The bug in the mstats version is that the code to compute the means of x and y does not use the common mask.

I created an issue for this on the scipy github site: https://github.com/scipy/scipy/issues/3645

Question 2

We have (at least) two options for missing value handling, complete case deletion and pairwise deletion.

In your use of scipy.stats.pearsonr you completely drop cases where there is a missing value in any of the variables.

numpy.ma.corrcoef gives the same results.
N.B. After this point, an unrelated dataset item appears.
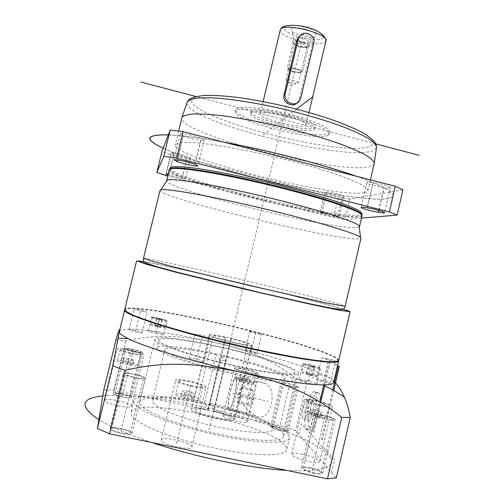 <?xml version="1.0" encoding="UTF-8"?>
<svg xmlns="http://www.w3.org/2000/svg" width="504" height="504" viewBox="0 0 504 504"><rect width="100%" height="100%" fill="white"/><g stroke="black" fill="none" stroke-linecap="round" stroke-linejoin="round"><path stroke-width="0.38" stroke-dasharray="2.52 1.89" d="M122.529 394.09C118.062 393.208 115.51 393.107 114.887 393.788C115.177 394.708 117.69 395.716 122.422 396.818C126.907 397.694 129.446 397.788 130.045 397.114C129.736 396.188 127.228 395.18 122.529 394.09M133.346 349.581C128.898 348.655 126.391 348.409 125.824 348.856C126.17 349.537 128.703 350.425 133.421 351.527C137.888 352.46 140.389 352.699 140.925 352.252C140.559 351.565 138.033 350.677 133.346 349.581M103.805 389.85L113.828 390.241L284.571 426.699L295.565 430.744L336.3 477.905M285.554 445.832L286.757 449.65C285.812 457.223 250.148 456.492 207.358 446.487C164.556 436.565 130.158 420.941 130.864 413.274L130.946 412.53C134.618 394.89 271.316 424.79 285.554 445.832M310.269 468.14C306.06 467.328 303.71 467.334 303.213 468.166C303.83 469.753 307.434 471.341 314.036 472.928C318.251 473.735 320.594 473.729 321.067 472.897C320.405 471.29 316.808 469.709 310.269 468.14M272.11 427.31C273.111 429.08 286.719 432.256 286.65 430.706L286.53 430.385C285.358 428.589 271.996 425.489 272.015 427.02L272.11 427.31M130.322 432.816C130.738 430.321 111.945 426.346 111.756 428.898L111.743 428.961C111.025 431.424 130.227 435.513 130.309 432.923L130.322 432.816M302.81 454.356C296.144 453.046 292.421 453.008 291.633 454.236C292.578 456.574 298.204 458.98 308.511 461.45C315.195 462.748 318.906 462.785 319.624 461.557C318.578 459.175 312.971 456.775 302.81 454.356M223.108 416.197C223.996 419.044 247.609 424.456 247.489 421.791L247.382 421.369C245.99 418.446 223.077 413.242 223.045 415.85L223.108 416.197M117.942 405.789C125.874 407.314 130.366 407.44 131.418 406.167C130.882 404.46 126.504 402.658 118.27 400.749C110.395 399.218 105.884 399.086 104.744 400.359C105.216 402.047 109.614 403.855 117.942 405.789M191.848 446.601C191.205 442.304 161.576 435.853 161.274 439.961L161.267 440.263C161.091 444.465 191.822 451.244 191.867 447.029L191.848 446.601M115.977 339.954L125.824 340.975C160.348 332.93 186.669 336.804 216.128 342.77C245.259 349.946 269.961 357.632 295.829 378.674L306.904 382.259C315.58 373.955 323.505 372.803 330.7 378.806L333.875 381.383M306.904 382.259L295.565 430.744M318.528 392.792L318.912 393.221C323.612 398.538 314.414 435.859 309.916 429.723L309.702 429.458C305.141 423.94 313.803 387.992 318.528 392.792M314.943 391.999L315.321 392.427C319.927 397.732 310.722 435.078 306.319 428.954L306.111 428.69C301.638 423.19 310.307 387.223 314.943 391.999M311.674 400.233L313.916 402.23L312.883 412.593L309.582 420.821L307.39 418.597L308.442 408.379L311.674 400.233L306.52 399.105L308.7 401.089L307.629 411.453L304.353 419.693L302.224 417.488L303.313 407.264L306.52 399.105M313.916 402.23L308.7 401.089M308.442 408.379L303.313 407.264M307.39 418.597L302.224 417.488M309.582 420.821L304.353 419.693M312.883 412.593L307.629 411.453M119.385 331.512C120.884 325.515 167.252 331.695 216.128 342.77C265.438 353.776 317.722 369.741 330.7 378.806C332.835 380.299 333.805 381.547 333.604 382.549M125.824 340.975L113.828 390.241M295.829 378.674L284.571 426.699M338.669 360.637C338.253 354.885 277.402 336.577 220.67 323.763C172.595 312.738 127.159 305.506 124.74 309.67M337.964 361.192L337.321 359.138L335.217 357.708C309.664 342.418 145.965 304.007 126.624 308.946L125.042 310.08L125.118 310.483M338.745 360.442L337.793 358.842L335.677 357.412C309.966 342.109 145.795 303.578 126.334 308.467L124.759 309.469M346.67 310.187C318.169 300.541 138.442 258.18 136.628 260.82M160.039 190.354C158.981 197.562 329.244 239.23 357.424 238.965C359.636 238.978 360.82 238.732 360.965 238.222M359.245 227.052L356.164 227.682C329.868 229.32 171.215 190.594 166.603 181.163M169.168 169.861C167.227 179.537 331.462 220.166 358.627 217.123C360.732 216.934 361.872 216.499 362.055 215.813M361.822 215.057L361.822 215.057C361.639 215.743 360.499 216.184 358.413 216.38C331.386 219.505 167.744 179.014 169.716 169.294L169.804 169.086M170.024 168.027C168.008 177.912 331.638 218.427 358.703 215.145C360.788 214.943 361.929 214.49 362.111 213.791M361.519 218.106L344.982 219.498L333.642 217.438L167.668 176.016M337.705 216.405C333.327 214.729 319.712 211.901 320.034 212.719L321.59 213.513C326.05 215.183 339.394 217.967 339.167 217.167L337.705 216.405L342.569 195.634C338.241 193.788 324.608 191.073 324.885 192.106L326.409 193.026C330.819 194.878 344.182 197.537 344.005 196.522L342.569 195.634M167.895 175.096L182.001 178.655L185.415 178.888C185.982 178.347 174.957 175.216 169.098 174.271L168.128 174.113M402.942 189.838L349.745 199.124L344.982 219.498M349.745 199.124L338.373 197.253L171.121 154.93L161.942 151.565M364.335 192.648C336.483 198.778 172.532 157.708 175.272 144.761L178.592 142.827C182.826 142.241 189.271 142.273 197.914 142.934C216.884 144.787 245.681 149.978 275.6 157.078C305.462 164.323 333.024 172.658 350.11 179.449L360.398 184.08C365.167 186.782 367.674 188.975 367.92 190.651C367.681 191.577 366.49 192.238 364.335 192.648M174.151 152.958L170.925 152.926C170.39 153.695 181.219 156.908 187.072 157.739L190.525 157.802C191.142 157.065 180.161 153.796 174.283 152.977L168.966 174.245M183.393 135.992C189.869 138.669 204.284 141.542 204.177 140.118C204.233 139.734 203.301 139.142 201.379 138.354L201.241 138.298C194.859 135.601 180.06 132.647 180.281 134.095C180.23 134.505 181.226 135.122 183.248 135.935L177.572 159.932M372.947 182.435C369.205 181.906 367.202 181.887 366.944 182.379C366.402 183.362 376.652 186.411 384.042 187.475L384.224 187.507C388.042 188.061 390.102 188.087 390.398 187.583C391.01 186.625 380.57 183.519 373.136 182.467L367.051 207.755M374.22 163.63C373.924 164.802 372.67 165.709 370.471 166.358C341.876 175.795 178.24 134.247 181.837 117.797M328.123 135.343C317.085 142.26 231.796 120.62 235.229 111.63L235.551 111.019C238.121 107.478 261.211 109.33 286.209 115.51C311.233 121.64 330.611 130.208 329.345 134.051L328.123 135.343M329.792 132.149L328.564 133.459C317.501 140.496 232.231 118.837 235.689 109.727L236.011 109.11C238.594 105.512 261.689 107.32 286.688 113.501C311.705 119.637 331.071 128.255 329.792 132.149L329.345 134.051M314.074 129.648L314.792 128.822C318.541 122.774 254.318 106.867 250.866 113.016L250.576 113.526C247.943 119.694 307.251 134.694 314.074 129.648M251.03 111.623C248.377 117.873 307.679 132.892 314.521 127.758L315.239 126.92C319.007 120.79 254.797 104.87 251.326 111.113L250.576 113.526M305.575 125.402L306.035 124.835C308.618 120.45 263.271 109.173 260.436 113.513L260.19 113.91C258.174 118.358 301.014 129.175 305.575 125.402M297.347 102.747L299.344 99.08L312.215 44.925C314.395 37.636 305.021 30.927 299.319 36.622M306.394 29.528C315.819 32.659 318.541 35.11 314.572 36.861C311.277 37.46 306.835 37.025 301.253 35.551C297.146 34.379 294.141 33.044 292.238 31.544C287.582 28.004 296.465 26.636 306.394 29.528M298.57 37.661L303.553 38.613C307.849 39.904 310.029 41.17 310.092 42.412L309.935 42.695C308.442 43.684 305.229 43.558 300.289 42.33C296.478 41.208 294.298 40.043 293.738 38.84L292.238 31.544M298.374 37.642C295.583 37.428 294.034 37.724 293.731 38.518L293.738 38.84M309.242 45.99C309.173 44.768 306.993 43.508 302.696 42.223C297.146 40.881 293.876 40.837 292.881 42.097L293.681 43.382L299.445 45.87C302.998 46.809 305.827 47.105 307.938 46.778L309.242 45.99L310.092 42.412M288.338 68.714C288.433 69.59 290.178 70.522 293.58 71.511C297.94 72.57 300.51 72.664 301.291 71.801C301.209 70.938 299.464 70.006 296.056 69.01C291.671 67.952 289.101 67.851 288.338 68.714L294.185 44.207C294.972 43.218 297.562 43.256 301.94 44.314C305.336 45.335 307.068 46.324 307.119 47.288L306.098 47.899L299.376 47.181L294.815 45.215L293.681 43.382M294.185 44.207L294.815 45.215M296.024 69.048C291.766 68.021 289.264 67.927 288.527 68.764C288.616 69.609 290.317 70.516 293.618 71.474C297.845 72.5 300.34 72.595 301.096 71.757C301.02 70.919 299.332 70.018 296.024 69.048M298.393 83.128C298.305 82.335 296.604 81.453 293.297 80.495C289.038 79.468 286.543 79.349 285.812 80.13L287.652 81.629L290.928 82.763L296.081 83.633L298.393 83.128L301.096 71.757M333.642 217.438L338.373 197.253M171.121 154.93L166.087 175.619M288.269 434.228L289.529 437.806C288.71 444.843 253.191 443.583 210.433 433.572C167.668 423.637 133.169 408.53 133.736 401.398L133.812 400.705C137.176 384.331 273.76 414.401 288.269 434.228M219.461 434.272C175.537 425.25 136.263 408.605 139.734 401.927C141.133 395.281 172.059 396.938 205.613 404.246C245.429 412.587 285.863 428.394 283.689 436.225C283.172 442.241 255.371 441.914 219.461 434.272M235.626 366.244C191.993 356.693 152.17 342.928 154.923 339.173C155.66 335.248 185.963 339.11 219.36 346.664C258.955 355.427 299.836 368.789 298.431 373.363C298.469 376.979 271.335 374.214 235.626 366.244M158.842 340.036C159.516 336.332 188.087 339.961 219.738 347.111C257.279 355.421 295.911 368.071 294.538 372.368C294.563 375.795 268.821 373.149 235.11 365.62C193.946 356.611 156.265 343.602 158.842 340.036L156.952 347.854C154.293 351.767 191.911 365.11 233.106 374.056C266.843 381.547 292.66 383.909 292.704 380.199C294.166 375.518 255.585 362.578 218.012 354.325C186.348 347.199 157.702 343.835 156.952 347.854M216.065 354.703C188.975 348.768 165.394 346.166 164.783 349.581C163.372 352.926 189.977 362.817 223.234 370.717C256.479 378.661 284.684 381.83 284.936 378.208C286.24 374.226 254.085 363.258 221.464 355.906L225.508 361.066L213.727 410.521C224.973 413.337 231.752 416.039 234.064 418.616L234.203 419.278C234.492 424.04 192.175 414.414 191.583 409.569L191.552 409.116C192.686 407.49 198.192 407.553 208.07 409.311L204.744 402.11L216.065 354.703L219.876 359.812L225.508 361.066M221.464 355.906L210.168 403.276C242.915 410.432 274.762 423.07 272.954 429.181C272.273 434.631 243.583 433.213 210.244 425.237C176.891 417.325 150.646 405.651 152.492 400.478C153.537 395.294 177.528 396.415 204.744 402.11M239.873 392.584C238.808 400.428 244.018 408.209 255.522 415.92C263.164 419.227 268.367 415.416 271.139 404.491C273.477 394.531 271.643 387.5 265.652 383.405C259.207 381.32 253.436 381.547 248.333 384.098C244.188 385.673 241.366 388.502 239.873 392.584M210.168 403.276L213.727 410.521M219.876 359.812L208.07 409.311M209.355 335.336L209.267 335.097C208.933 332.716 248.907 341.951 251.553 344.856L251.761 345.221C252.573 347.754 210.47 337.945 209.355 335.336M231.374 338.77L230.945 338.348C243.589 341.466 250.463 343.741 251.565 345.177C252.265 347.798 207.654 337.17 209.462 335.141C210.363 334.423 215.655 335.066 225.326 337.075L225.729 337.491C218.018 335.91 213.822 335.418 213.135 336.004L195.432 410.01C196.295 408.706 200.624 408.725 208.423 410.073L208.089 409.349C198.311 407.61 192.868 407.547 191.741 409.16C189.372 413.526 234.152 424.198 234.007 419.234C233.163 416.682 226.409 413.79 213.746 410.558L214.099 411.283L231.374 338.77C241.561 341.303 247.067 343.142 247.899 344.282C248.441 346.443 211.68 337.686 213.135 336.004M230.945 338.348L213.746 410.558M225.326 337.075L208.089 409.349M214.099 411.283C224.299 413.935 229.711 416.279 230.328 418.326C230.416 422.415 193.511 413.626 195.432 410.01M208.423 410.073L225.729 337.491M230.429 390.531C233.119 379.972 235.166 375.467 236.559 377.011C237.315 380.23 236.597 386.738 234.417 396.528C231.676 407.194 229.629 411.711 228.274 410.08C227.537 406.722 228.255 400.207 230.429 390.531M230.536 390.688C233.075 380.715 235.009 376.463 236.326 377.918C237.037 380.967 236.363 387.116 234.303 396.358C231.714 406.426 229.78 410.691 228.501 409.154C227.802 405.985 228.482 399.829 230.536 390.688M248.585 394.613C251.137 384.678 253.178 380.457 254.709 381.956C255.604 385.037 255.037 391.192 253.008 400.415C250.419 410.451 248.371 414.679 246.884 413.097C245.996 409.897 246.563 403.736 248.585 394.613M253.134 390.757L251.975 399.055L249.587 405.751L248.403 404.101L249.568 395.905L251.918 389.258L253.134 390.757L242.078 388.345L240.855 396.642L238.518 403.364L237.441 401.732L238.663 393.529L240.962 386.87L242.078 388.345M251.975 399.055L240.855 396.642M251.918 389.258L240.962 386.87M249.568 395.905L238.663 393.529M248.403 404.101L237.441 401.732M249.587 405.751L238.518 403.364M322.591 415.195C318.408 414.332 316.096 414.181 315.668 414.742C316.373 415.92 320.021 417.293 326.605 418.874C330.794 419.731 333.094 419.882 333.503 419.322C332.753 418.131 329.112 416.758 322.591 415.195M282.435 383.412C283.531 384.741 297.102 387.929 296.932 386.82L296.799 386.581C295.527 385.22 282.202 382.101 282.322 383.197L282.435 383.412M143.634 377.843C143.873 376.079 125.162 371.977 125.156 373.792L125.15 373.836C124.608 375.549 143.722 379.764 143.627 377.912L143.634 377.843M315.378 400.485C308.75 399.092 305.096 398.796 304.41 399.59C305.506 401.272 311.195 403.345 321.47 405.802C328.117 407.188 331.752 407.484 332.375 406.684C331.178 404.97 325.508 402.898 315.378 400.485M320.796 405.216C312.738 403.288 308.272 401.656 307.402 400.334C307.931 399.71 310.804 399.943 316.008 401.039C323.984 402.942 328.438 404.567 329.37 405.909C328.879 406.539 326.019 406.306 320.796 405.216M317.955 417.425C309.891 415.491 305.43 413.803 304.586 412.366C305.141 411.667 308.02 411.856 313.236 412.94C321.212 414.842 325.66 416.524 326.567 417.986C326.056 418.685 323.184 418.496 317.955 417.425M309.865 413.444L314.288 413.935L319.977 415.636L321.294 416.865L316.865 416.386L311.119 414.66L309.865 413.444L310.798 409.437L315.221 409.947L320.909 411.636L322.232 412.839L317.803 412.335L312.058 410.628L310.798 409.437M314.288 413.935L315.221 409.947M311.119 414.66L312.058 410.628M316.865 416.386L317.803 412.335M321.294 416.865L322.232 412.839M319.977 415.636L320.909 411.636M234.492 368.298C235.576 370.333 259.113 375.795 258.798 373.943L258.665 373.647C257.09 371.524 234.247 366.257 234.404 368.052L234.492 368.298M256.082 373.073L256.183 373.306C256.416 374.756 237.982 370.478 237.094 368.871L237.019 368.676C236.88 367.259 254.885 371.416 256.082 373.073M253.6 383.588L253.695 383.834C253.896 385.428 235.45 381.163 234.587 379.418L234.524 379.203C234.417 377.641 252.435 381.786 253.6 383.588M242.109 381.685L238.921 380.369L240.931 380.192L246.084 381.326L249.291 382.643L247.319 382.832L242.109 381.685L242.941 378.158L239.753 376.853L241.756 376.696L246.916 377.83L250.116 379.134L248.151 379.304L242.941 378.158M238.921 380.369L239.753 376.853M247.319 382.832L248.151 379.304M249.291 382.643L250.116 379.134M246.084 381.326L246.916 377.83M240.931 380.192L241.756 376.696M130.668 353.436C138.556 355.068 142.966 355.484 143.898 354.677C143.249 353.462 138.821 351.893 130.618 349.971C122.787 348.34 118.358 347.918 117.331 348.718C117.923 349.921 122.371 351.49 130.668 353.436M130.624 350.337C137.075 351.842 140.559 353.077 141.063 354.035C140.32 354.665 136.855 354.337 130.662 353.052C124.148 351.527 120.658 350.293 120.191 349.348C120.985 348.724 124.463 349.051 130.624 350.337M127.896 361.551C134.354 363.056 137.825 364.329 138.31 365.369C137.548 366.08 134.07 365.803 127.871 364.543C121.351 363.019 117.867 361.74 117.419 360.713C118.238 360.007 121.729 360.284 127.896 361.551M132.829 364.518L127.877 363.85L122.926 362.357L122.963 361.544L127.89 362.219L132.804 363.693L132.829 364.518L133.749 360.725L128.803 360.039L123.852 358.558L123.883 357.771L128.803 358.457L133.718 359.925L133.749 360.725M127.877 363.85L128.803 360.039M132.804 363.693L133.718 359.925M127.89 362.219L128.803 358.457M122.963 361.544L123.883 357.771M122.926 362.357L123.852 358.558M206.079 387.028C205.134 384.01 175.638 377.395 175.644 380.211L175.657 380.419C175.802 383.305 206.394 390.228 206.13 387.324L206.079 387.028M178.933 381.131L178.92 380.961C178.888 378.737 202.161 383.966 202.835 386.322L202.873 386.549C203.062 388.823 179.109 383.412 178.933 381.131M175.77 394.298L175.757 394.109C175.783 391.665 199.074 396.862 199.697 399.439L199.729 399.691C199.868 402.186 175.896 396.799 175.77 394.298M190.613 396.541L194.273 398.273L191.426 398.62L184.855 397.209L181.226 395.47L184.13 395.142L190.613 396.541L191.659 392.188L195.325 393.895L192.484 394.21L185.913 392.799L182.278 391.079L185.176 390.789L191.659 392.188M194.273 398.273L195.325 393.895M184.13 395.142L185.176 390.789M181.226 395.47L182.278 391.079M184.855 397.209L185.913 392.799M191.426 398.62L192.484 394.21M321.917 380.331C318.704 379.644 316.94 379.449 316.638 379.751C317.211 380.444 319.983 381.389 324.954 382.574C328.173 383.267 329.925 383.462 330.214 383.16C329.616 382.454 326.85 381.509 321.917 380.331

Checking the source of scipy.stats.mstats.pearsonr, it doesn't do complete case deletion for the calculating the variance or the mean.

>>> xm = x - x.mean(0)
>>> ym = y - y.mean(0)
>>> np.ma.dot(xm, ym) / np.sqrt(np.ma.dot(xm, xm) * np.ma.dot(ym, ym))
0.7731167378113557

>>> scipy.stats.mstats.pearsonr(x,y)[0]
0.77311673781135637

However, the difference between complete and pairwise case deletion on mean and standard deviations is small.

The main discrepancy seems to come from the missing correction for the different number of non-missing elements. Iignoring degrees of freedom corrections, I get

>>> np.ma.dot(xm, ym) / bothok.sum() / \
    np.sqrt(np.ma.dot(xm, xm) / (~xm.mask).sum() * np.ma.dot(ym, ym) / (~ym.mask).sum())
0.85855728319303393

which is close to the complete case deletion case.